It's getting harder and harder to keep up each day. You know? Living and that sort. The fantasy that I've always retreated to during hard times broke a long time ago and now it seems that the reality is begining to crack before my eyes and the people whom I thought really loved me begin to rip open and reveal their true selves. Times are getting harder and harder... and the urge to simply die is starting to bubble and boil now. Honestly, the thought of killing myself has been crossing my mind over and over and is clashing with the last few strands of sanity that I still have. I have realized that there are no more safe places to hide from reality and there are just a few people who I can actually talk to.

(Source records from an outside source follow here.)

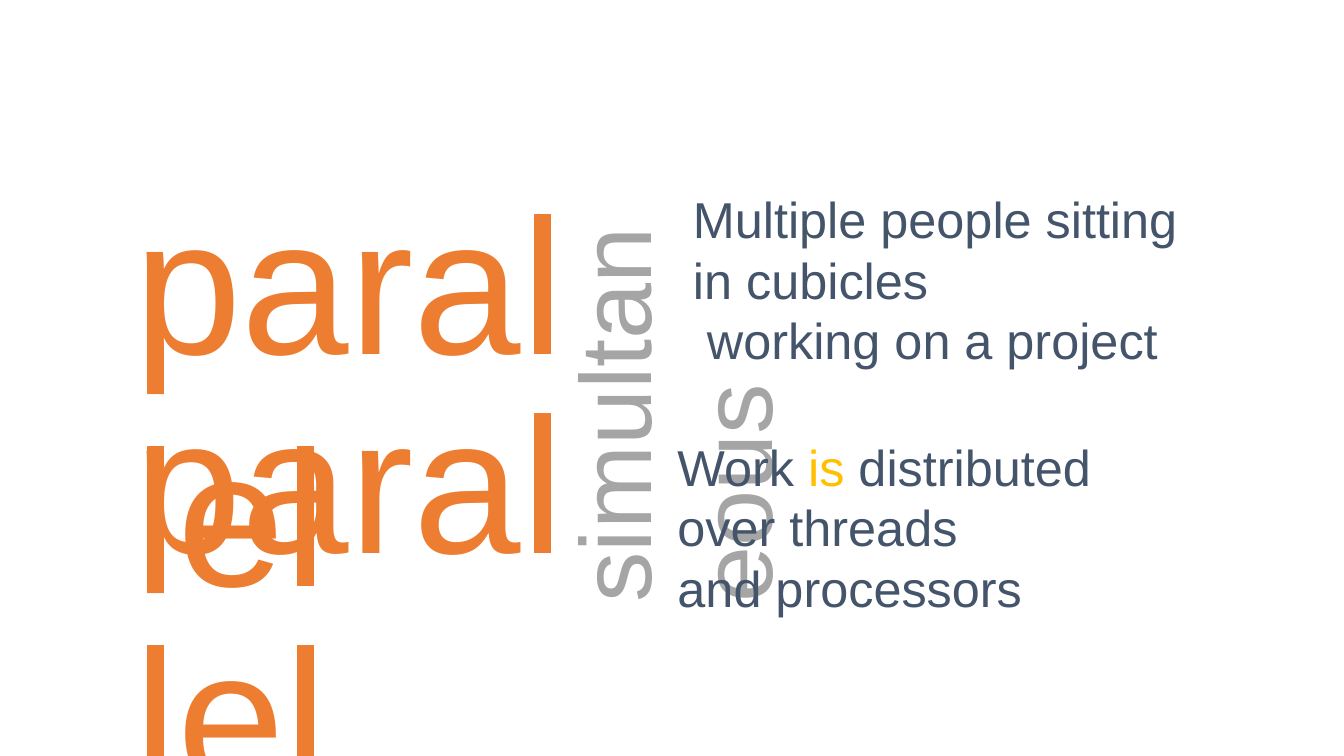
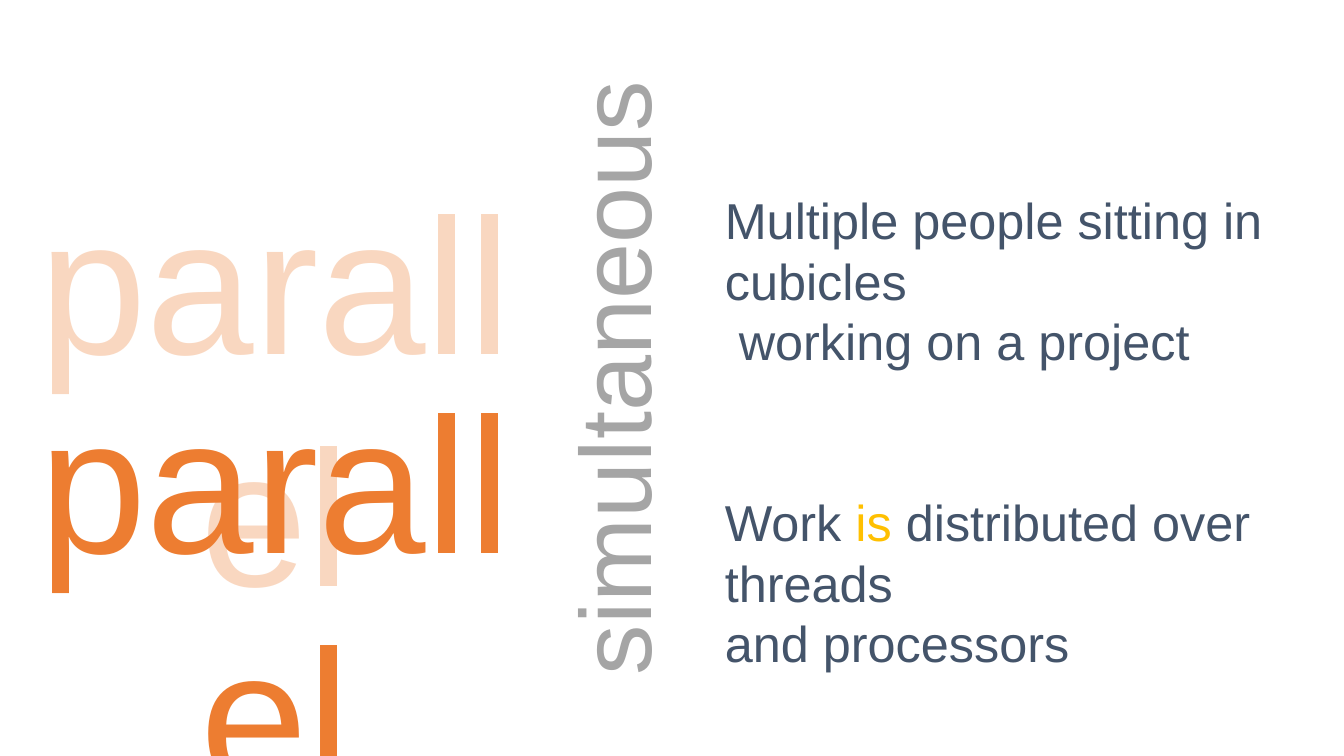
Before and after one commit to danielmarbach/02-25-2016-AsyncWebinar, a slide deck: slide 2 of webinar.pptx (slide 1 before the commit). Drawn at 1344x756 pixels with LibreOffice and Linux fonts; fonts in the diff are those of the drawing. Boxes give left, top, right and bottom in pixels: in the first picture for what was removed or moved away, otherwise in the second. Text is boxed around its words. In the diff, an @@ line names an element or a change of style, - is before the commit and + after.

Commit message:
Slides draft and rearranged code

```diff
--- a/webinar.pptx
+++ b/webinar.pptx
@@ text "simultaneous" at [560,140,672,656]: alignment left to centre @@
@@ text "simultaneous": place and size @@
-text "simultaneous" at [546,171,678,613]
+text "simultaneous" at [560,140,672,656]
@@ text "parallel": place and size @@
-text "parallel" at [125,156,582,400]
+text "parallel" at [0,156,552,400]
@@ text "parallel" at [0,156,552,400]: text colour #ED7D31 to #ED7D31 at 30% opacity; alignment left to centre @@
@@ text "Multiple people sitting in cubicles ...": place and size @@
-text "Multiple people sitting in cubicles ..." at [693,201,1178,369]
+text "Multiple people sitting in cubicles ..." at [725,202,1262,672]
@@ text "parallel": place and size @@
-text "parallel" at [125,356,582,600]
+text "parallel" at [0,356,552,600]
@@ text "parallel" at [0,356,552,600]: alignment left to centre @@
@@ text removed at [677,446,1090,616] @@
-Work is distributed over threads
-and processors
@@ text at [725,504,1250,672]: paragraphs added @@
+Work is distributed over threads
+and processors
```
Also in this commit, not shown: 7 other slides changed, 5 slides added, 2 other files.

It kills me knowing that only a few complete strangers online have been the only things keeping my strands of reality from breaking.

I've been told to simply move on with my life, but... damnit! You fucking people don't know how hard it is to live with people who make you feel like fucking shit every single day and to live with people who are horrible, pointless, fucked up wastes of life and the only damn time you can actually be happy is when you are sleeping! Even then, my fuckin head is screwed up and I can't even sleep peacefully. I can't fucking sleep. I'm stuck in my bed all night, staring at the ceiling. I'm a fucking prisioner of this damn life.

I just sometimes wish I had someone ALWAYS there to talk to. I've tried talking to myself... but trying to solve problems about yourself with yourself when you need someone else won't work.

Fuck this damn world.

Nothing is worth it. Even trying to help yourself get through life always ends badly. In the end, I always seem to realize what a horrible person I am.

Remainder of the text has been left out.